Мужчина пожал плечом:
— Сантехник или мусорщик — тоже необходимые профессии, но это не значит, что я готов подать руку человеку, от которого в данный момент воняет.
— Ладно, — сменила тему Мария, — Что теперь? К Уоллер?
— Нет, — покачал головой Чезаре, — С Уоллер лучше поговорить после того, как она переговорит с французом. По моим расчетам, этого еще не случилось.
— И хорошо, — девушка чуть поежилась, — Мне не нравится, как она на меня смотрит.
— Не бойся, — кардинал положил руку ей на плечо, — Я тебя ей не отдам...
Он усмехнулся:
— А ты меня — голландцу.
Мария посмеялась вместе с ним, а потом заметила:
— Вон там Тануи стоит.
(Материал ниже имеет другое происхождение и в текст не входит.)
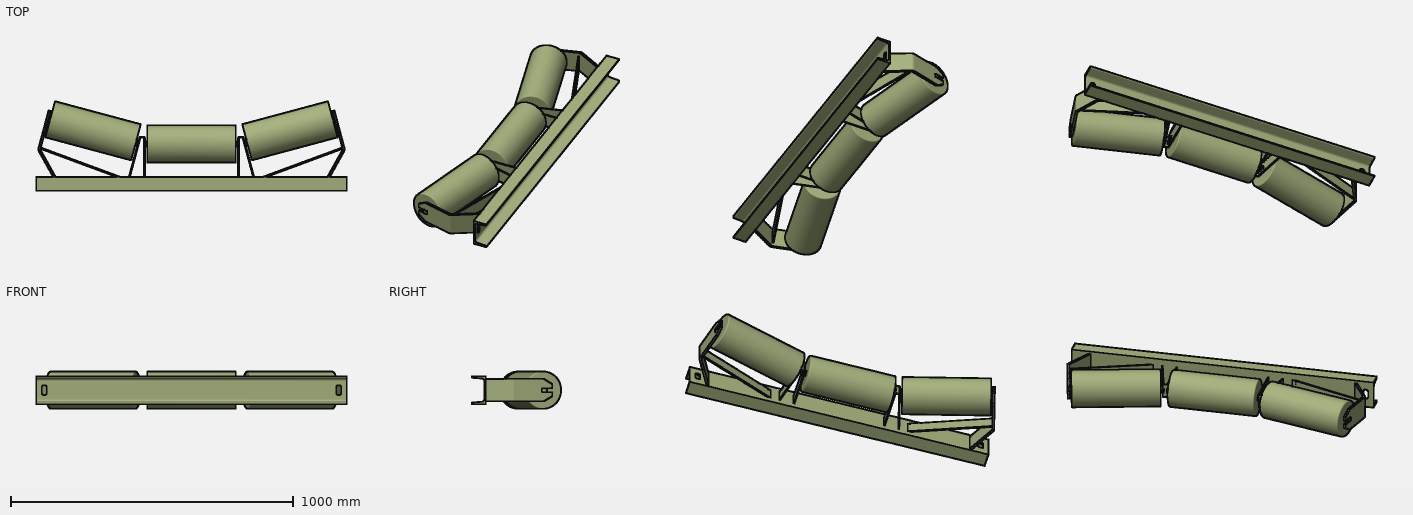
import cadquery as cq
import math


channel_length = 1100.0
channel_height = 100.0
channel_depth = 50.0
web = 6.0
flange_mean = 8.5
flange_slope = 0.08
root_radius = 8.5
toe_radius = 4.5
mount_slot_width = 18.0
mount_slot_length = 36.0
mount_slot_x = 521.0

roller_diameter = 133.0
roller_radius = roller_diameter / 2
roller_length = 315.0
roller_edge_radius = 4.0
trough_angle = 15.0
middle_axis_y = 116.0
side_x = 348.4
overall_depth = 316.84
tilt = math.radians(trough_angle)
side_axis_y = (
    overall_depth
    - channel_depth
    - roller_edge_radius
    - (roller_length / 2 - roller_edge_radius) * math.sin(tilt)
    - (roller_radius - roller_edge_radius) * math.cos(tilt)
)
shaft_radius = 10.0
shaft_flat_width = 14.0
shaft_shoulder = 160.5

inner_seat = 164.5
outer_seat = 163.0
inner_plate = 4.0
inner_width = 50.0
inner_top_y = 142.0
inner_bend_radius = 6.0
outer_plate = 8.0
outer_width = 80.0
outer_tip_rise = 29.0
outer_knee_y = 96.0
outer_foot_x = 484.0
outer_bend_radius = 14.0
tip_cut_rise = 30.0
tip_cut_width = 18.0

brace_plate = 5.0
brace_width = 50.0
brace_foot_x = 252.0
brace_joint_y = 102.5

pick_margin = 0.1
weld_y = -web / 2


def side_roller_point(along, up):
    """Point in the XY plane placed from the centre and axis of the +X side roller."""
    return (
        side_x + along * math.cos(tilt) - up * math.sin(tilt),
        side_axis_y + along * math.sin(tilt) + up * math.cos(tilt),
    )


def side_roller_at_height(along, y):
    """Point at a given Y on the line crossing the +X side roller axis at a place along it."""
    up = (y - side_roller_point(along, 0)[1]) / math.cos(tilt)
    return side_roller_point(along, up)


def at_side_roller(body):
    """Move a body from the X axis to the axis of the +X side roller."""
    return body.rotate((0, 0, 0), (0, 0, 1), trough_angle).translate((side_x, side_axis_y, 0))


def at_middle_roller(body):
    return body.translate((0, middle_axis_y, 0))


def mirrored(body):
    return body.mirror("YZ")


def offset_path(path, distance):
    """Open path shifted sideways by a distance, with mitred corners."""
    units = []
    for (x0, y0), (x1, y1) in zip(path, path[1:]):
        length = math.hypot(x1 - x0, y1 - y0)
        units.append(((x1 - x0) / length, (y1 - y0) / length))
    shifted = []
    for i, (x, y) in enumerate(path):
        ax, ay = units[max(i - 1, 0)]
        bx, by = units[min(i, len(units) - 1)]
        scale = distance / (1 + ax * bx + ay * by)
        shifted.append((x - (ay + by) * scale, y + (ax + bx) * scale))
    return shifted


def plate_strip(path, thickness, width):
    """Folded plate with a given centre path, standing symmetric about Z = 0."""
    outline = offset_path(path, thickness / 2) + offset_path(path, -thickness / 2)[::-1]
    return cq.Workplane("XY").polyline(outline).close().extrude(width / 2, both=True)


def edges_at(y, z):
    """Selector for the two lengthwise channel edges at a given Y and at +Z and -Z."""
    m = pick_margin
    upper = cq.selectors.BoxSelector((-m, y - m, z - m), (m, y + m, z + m))
    lower = cq.selectors.BoxSelector((-m, y - m, -z - m), (m, y + m, -z + m))
    return upper + lower


def make_channel():
    half = channel_height / 2
    toe_z = half - flange_mean + flange_slope * channel_depth / 2
    root_z = toe_z - flange_slope * (channel_depth - web)
    section = (
        cq.Workplane("YZ", origin=(-channel_length / 2, 0, 0))
        .polyline([
            (0, -half), (-channel_depth, -half), (-channel_depth, -toe_z), (-web, -root_z),
            (-web, root_z), (-channel_depth, toe_z), (-channel_depth, half), (0, half),
        ])
        .close()
        .extrude(channel_length)
    )
    channel = section.edges(edges_at(-web, root_z)).fillet(root_radius)
    channel = channel.edges(edges_at(-channel_depth, toe_z)).fillet(toe_radius)
    slots = (
        cq.Workplane("XZ")
        .pushPoints([(-mount_slot_x, 0), (mount_slot_x, 0)])
        .slot2D(mount_slot_length, mount_slot_width, 90)
        .extrude(web)
    )
    return channel.cut(slots)


def make_shaft(start_reach, end_reach):
    """Shaft on the X axis, flattened past its shoulders to sit in the bracket slots."""
    start = -start_reach
    length = start_reach + end_reach
    diameter = 2 * shaft_radius
    rod = cq.Workplane("YZ", origin=(start, 0, 0)).circle(shaft_radius).extrude(length)
    round_zone = (
        cq.Workplane("YZ", origin=(-shaft_shoulder, 0, 0))
        .rect(diameter, diameter)
        .extrude(2 * shaft_shoulder)
    )
    flat_zone = (
        cq.Workplane("YZ", origin=(start, 0, 0))
        .rect(diameter, shaft_flat_width)
        .extrude(length)
    )
    return rod.intersect(round_zone.union(flat_zone))


def make_seat_slot(seat, plate):
    """Open slot at the +X end of a roller, rounded at its bottom to fit the shaft flats."""
    flat_half = shaft_flat_width / 2
    shoulder = -math.sqrt(shaft_radius**2 - flat_half**2)
    return (
        cq.Workplane("YZ", origin=(seat, 0, 0))
        .moveTo(roller_radius, flat_half)
        .lineTo(shoulder, flat_half)
        .threePointArc((-shaft_radius, 0), (shoulder, -flat_half))
        .lineTo(roller_radius, -flat_half)
        .close()
        .extrude(plate)
    )


def make_roller():
    """Roller on the X axis with a bore for its shaft."""
    plane = cq.Workplane("YZ", origin=(-roller_length / 2, 0, 0))
    roller = plane.circle(roller_radius).extrude(roller_length)
    roller = roller.faces("<X or >X").edges().fillet(roller_edge_radius)
    bore = plane.circle(shaft_radius).extrude(roller_length)
    return roller.cut(bore)


def make_outer_bracket():
    """Knee-shaped plate and its brace at the outer end of the +X side roller."""
    along = outer_seat + outer_plate / 2
    tip = side_roller_point(along, outer_tip_rise)
    knee = side_roller_at_height(along, outer_knee_y)
    joint = side_roller_at_height(along, brace_joint_y)
    plate = plate_strip([(outer_foot_x, weld_y), knee, tip], outer_plate, outer_width)

    near_knee = cq.selectors.BoxSelector(
        (knee[0] - outer_plate, knee[1] - outer_plate, -pick_margin),
        (knee[0] + outer_plate, knee[1] + outer_plate, pick_margin),
    )
    plate = plate.edges(near_knee).edges(">X").fillet(outer_bend_radius)
    plate = plate.edges("|Z").edges(near_knee).edges("<X").fillet(outer_bend_radius - outer_plate)

    edge = outer_width / 2
    corner = (
        cq.Workplane("YZ", origin=(outer_seat, 0, 0))
        .polyline([
            (outer_tip_rise, edge),
            (outer_tip_rise - tip_cut_rise, edge),
            (outer_tip_rise, edge - tip_cut_width),
        ])
        .close()
        .extrude(outer_plate)
    )
    slot = make_seat_slot(outer_seat, outer_plate)
    plate = plate.cut(at_side_roller(corner.union(corner.mirror("XY")).union(slot)))
    brace = plate_strip([(brace_foot_x, weld_y), joint], brace_plate, brace_width)
    return plate.union(brace)


def make_inner_bracket():
    """Folded plate between the middle roller and the +X side roller."""
    middle_leg_x = inner_seat + inner_plate / 2
    top_y = inner_top_y - inner_plate / 2
    along = -inner_seat - inner_plate / 2
    path = [
        (middle_leg_x, weld_y),
        (middle_leg_x, top_y),
        side_roller_at_height(along, top_y),
        side_roller_at_height(along, weld_y),
    ]
    plate = plate_strip(path, inner_plate, inner_width)
    plate = plate.faces(">Y").edges("|Z").fillet(inner_bend_radius)
    underside = inner_top_y - inner_plate
    bend_insides = cq.selectors.BoxSelector(
        (0, underside - pick_margin, -pick_margin),
        (channel_length / 2, underside + pick_margin, pick_margin),
    )
    plate = plate.edges("|Z").edges(bend_insides).fillet(inner_bend_radius - inner_plate)
    slot = make_seat_slot(inner_seat, inner_plate)
    return plate.cut(at_middle_roller(slot)).cut(at_side_roller(mirrored(slot)))


def make_frame():
    """Channel with the brackets and braces of both sides welded on."""
    brackets = make_outer_bracket().union(make_inner_bracket())
    return make_channel().union(brackets).union(mirrored(brackets))


frame = make_frame()
roller = make_roller()
inner_face = inner_seat + inner_plate
outer_face = outer_seat + outer_plate
middle_shaft = make_shaft(inner_face, inner_face)
side_shaft = make_shaft(inner_face, outer_face)

bodies = [frame.val()]
for part in (roller, middle_shaft):
    bodies.append(at_middle_roller(part).val())
for part in (roller, side_shaft):
    placed = at_side_roller(part)
    bodies.append(placed.val())
    bodies.append(mirrored(placed).val())

result = cq.Compound.makeCompound(bodies)

Подойдем к ней?
Чезаре пожал плечом:
— Не имеет особого значения... Но почему бы и нет?
Впрочем, ответ на свой вопрос он вскоре получил. Не успели они сделать и шагу, как где-то внизу прогремел выстрел.
Как сложно убить человека.
Рейко специально готовилась к тому, что придется это сделать. Но когда пришлось на практике... Да еще и жертвой стала не собственно ее цель, а охранник, просто исполнявший свой долг... Игольник Гаусса в ее руке дрогнул.
Стальная игла, нацеленная в сердце, насквозь пронзила плечо и ушла в стену. Да, за то она и выбрала это оружие. Бронебойность. Даже если ее цель надела бронежилет, это не сыграет никакой роли.
Добивать охранника она не стала: все равно левой рукой он ее не остановит. Лучше выполнить задание, пока сюда не сбежались остальные.
Никаких лифтов: лифт ненадежен. Его слишком легко заблокировать.
Лестница! Вверх, вверх. Не зря, ох не зря она в последнее время работала над своей физической формой. Она почти не запыхалась. Вперед, расталкивая удивленных людей. Охрана уже поднялась по тревоге, но она успеет раньше.
Вот он! Перья и побрякушки как будто выделяли ее мишень. Пять метров. С такого расстояния не промахнешься...
Рейко почувствовала резкую боль, когда что-то тяжелое и металлическое ударило ее по пальцам. А затем ее запястье обхватило тонкое серебристое щупальце. Прикосновения как такового женщина не почувствовала, но руку пронзила острая боль, тут же сменившаяся онемением, а щупальце втянулось обратно в рукав мужчины-южанина с крестом в руках.
Рейко попыталась перехватить игольник другой рукой, но южанин оказался быстрее. Она сама не поняла, как оказалась на полу с заломленным запястьем, а он уже сидел у нее на спине.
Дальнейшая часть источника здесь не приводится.